June 2006 Reflection

Leo concluded his pub song with the loud closing of the accordion, signaling the request for applause from patrons of his Donegal tavern. We were happy to oblige: it was not every night – well, actually, it was not any night – that I got front row seats to a performance of the father of Clannad and Enya. But this turned out to be my night, as I had been sharing a pint of Guinness with Matt Alexander, a Mitchell who had studied at Magee three years prior. Leo stepped off the stage and approached me and brought me up inviting, me to sing a song.

“I don’t know any,” I lied. But he persisted: “You must know an Irish song.”

I did…half of one anyway. I had first heard the words to the tune on Capitol Hill when John Hume was honored by the Senate, and then again (under, as often in Northern Ireland, a different name) at my graduation from Georgetown. It was the song my grandfather was singing as he died. It would do.

With Leo Brennan, I sang the first verse of “Danny Boy”. And he and the crowd were actually impressed! Not a bad result for someone whose most common auditorium is the shower. I even stayed on to sing “The Sound of Silence”.

Events like this characterized my past few months – my last few months – in “Stroke City”. Even amidst a good deal of paper-writing, there was always some craic.

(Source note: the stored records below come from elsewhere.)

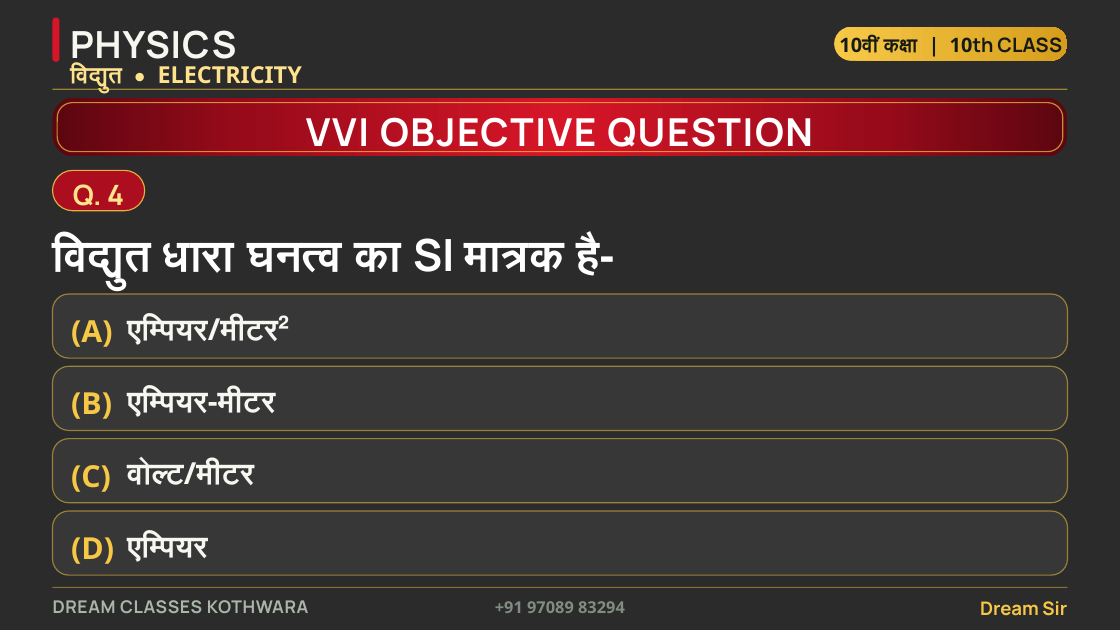
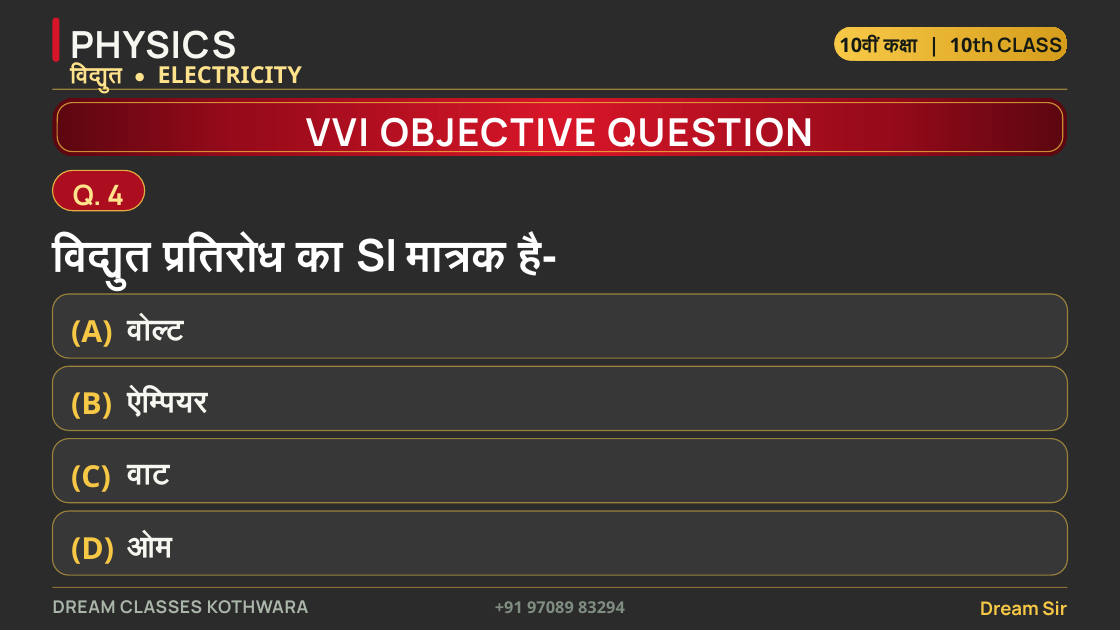
Before and after one commit to funnypawan/ppp, a slide deck: slide 6 of dream-classes-ppt/Dream_Classes_Kothwara_Physics_Ch4_Electricity_VVI_Objective.pptx. Drawn at 1120x630 pixels with LibreOffice and Linux fonts; fonts in the diff are those of the drawing; background and template pictures are left out; a plain dark background stands for a picture behind light text. Boxes give left, top, right and bottom in pixels: in the first picture for what was removed or moved away, otherwise in the second. Text is boxed around its words. In the diff, an @@ line names an element or a change of style, - is before the commit and + after.

```diff
--- a/dream-classes-ppt/Dream_Classes_Kothwara_Physics_Ch4_Electricity_VVI_Objective.pptx
+++ b/dream-classes-ppt/Dream_Classes_Kothwara_Physics_Ch4_Electricity_VVI_Objective.pptx
@@ text at (52, 236, 557, 283): text changed @@
-विद्युत धारा घनत्व का SI मात्रक है-
+विद्युत प्रतिरोध का SI मात्रक है-
@@ text at (127, 316, 184, 341): text changed @@
-एम्पियर/मीटर²
+वोल्ट
@@ text at (127, 388, 208, 417): text changed @@
-एम्पियर-मीटर
+ऐम्पियर
@@ text at (127, 464, 170, 485): text changed @@
-वोल्ट/मीटर
+वाट
@@ text at (127, 533, 172, 558): text changed @@
-एम्पियर
+ओम
```
Also in this commit, not shown: 10 other slides changed, 22 slides added, 35 other files.
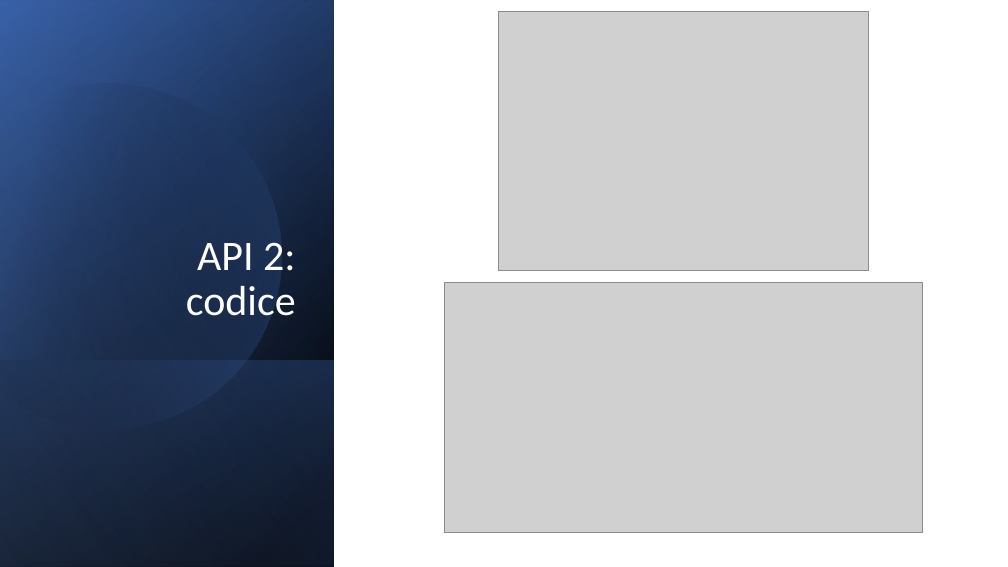
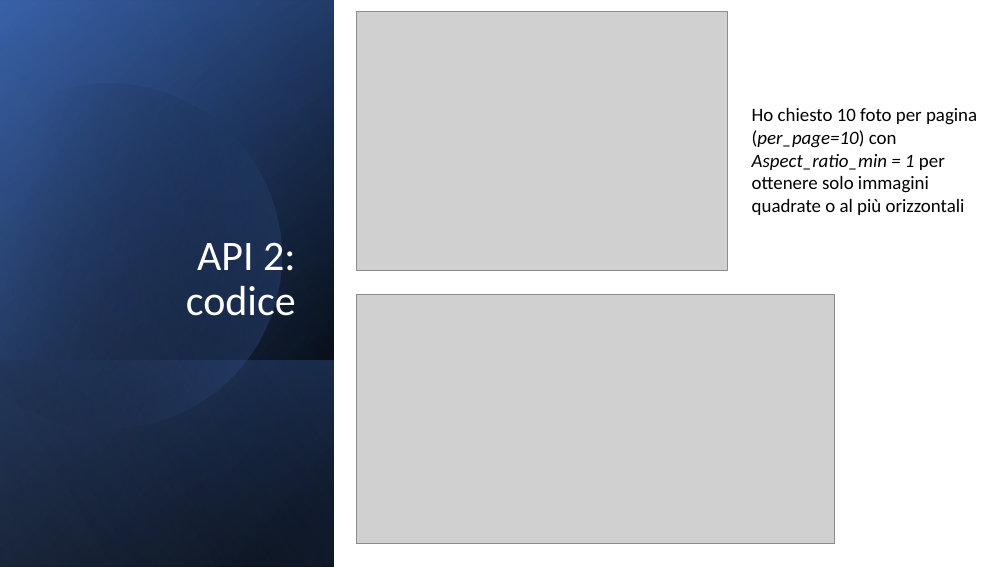
Before and after one commit to FraMarotta/mhw3, a slide deck: slide 10 of mhw3.pptx (slide 7 before the commit). Drawn at 1008x567 pixels with LibreOffice and Linux fonts; fonts in the diff are those of the drawing; grey boxes stand for pictures. Boxes give left, top, right and bottom in pixels: in the first picture for what was removed or moved away, otherwise in the second. Text is boxed around its words. In the diff, an @@ line names an element or a change of style, - is before the commit and + after.

```diff
--- a/mhw3.pptx
+++ b/mhw3.pptx
@@ picture: place and size @@
-picture at box(498, 12, 869, 271)
+picture at box(356, 12, 727, 271)
@@ text added at box(752, 108, 977, 215), 18 pt, text #000000 @@
+Ho chiesto 10 foto per pagina
+(per_page=10) con Aspect_ratio_min = 1 per ottenere solo immagini
+quadrate o al più orizzontali
@@ picture: place and size @@
-picture at box(445, 283, 923, 532)
+picture at box(356, 294, 834, 544)
```
Also in this commit, not shown: 1 other slide changed, 2 slides added.

Always a Boston Celtics fan, I became a Glasgow Celtic fan, seeing them clinch the Scottish Premier League against Hearts in Glasgow, and then making it to Old Trafford to see the testimonial of Roy Keane, one of Ireland’s greatest soccer players. I don’t approve of the republican pep songs that sometimes permeate the crowd. I also don’t wear the home jersey a friend gave me too often around Derry – so as not to make a political statement. It was easy to fall in love with the team, though.

I also enjoyed a week in Belgium with my MA class. We stayed at the Louvain Institute for Ireland in Europe, toured World War I battlefields near Ypres, and met with officials from the EU and NATO. Taking a page out of the Wednesday tradition, I led a table quiz for the other students in a craic-filled night of embarrassing stories (such as when Jesus’ head fell off the crucifix I was carrying as a thirteen-year-old alter server at the beginning of mass…)

Speaking of mass, I was also able to get involved in St. Eugene’s getting to read at the Bishop’s mass on Holy Thursday at St. Eugene’s (although everyone’s head stayed thankfully fastened).

The last few weeks of May have been some of the most memorable as a Mitchell. The weekend reunion in Dublin gave me an opportunity to meet many of those who came before, and get an idea of some of the things the have done after Ireland. I was fortunate to room with Matt (whom I saw again in Donegal), who is directing a successful nonprofit working with internally displaced persons in Columbia. Additionally, meeting some bright young leaders from the North and the South helped build relationships that are sure to continue.

It is the people I have gotten to know here – both the Mitchells and those from Ireland – that I will miss the most about this place. The former have made close friends and traveling partners (I am leaving with Melissa for South Africa tomorrow), and the latter have made equally strong friends and teachers of generosity, a love for music, stories, and jokes, and an unbroken but often challenged hope for peace.

While I am looking forward to seeing the people I love back in the U.S., I will deeply miss this Island. Derry is a “town that I loved so well”, and I hope that it “will simply sleep in peace” until I come back again.

I had to learn the other half of the song, after all.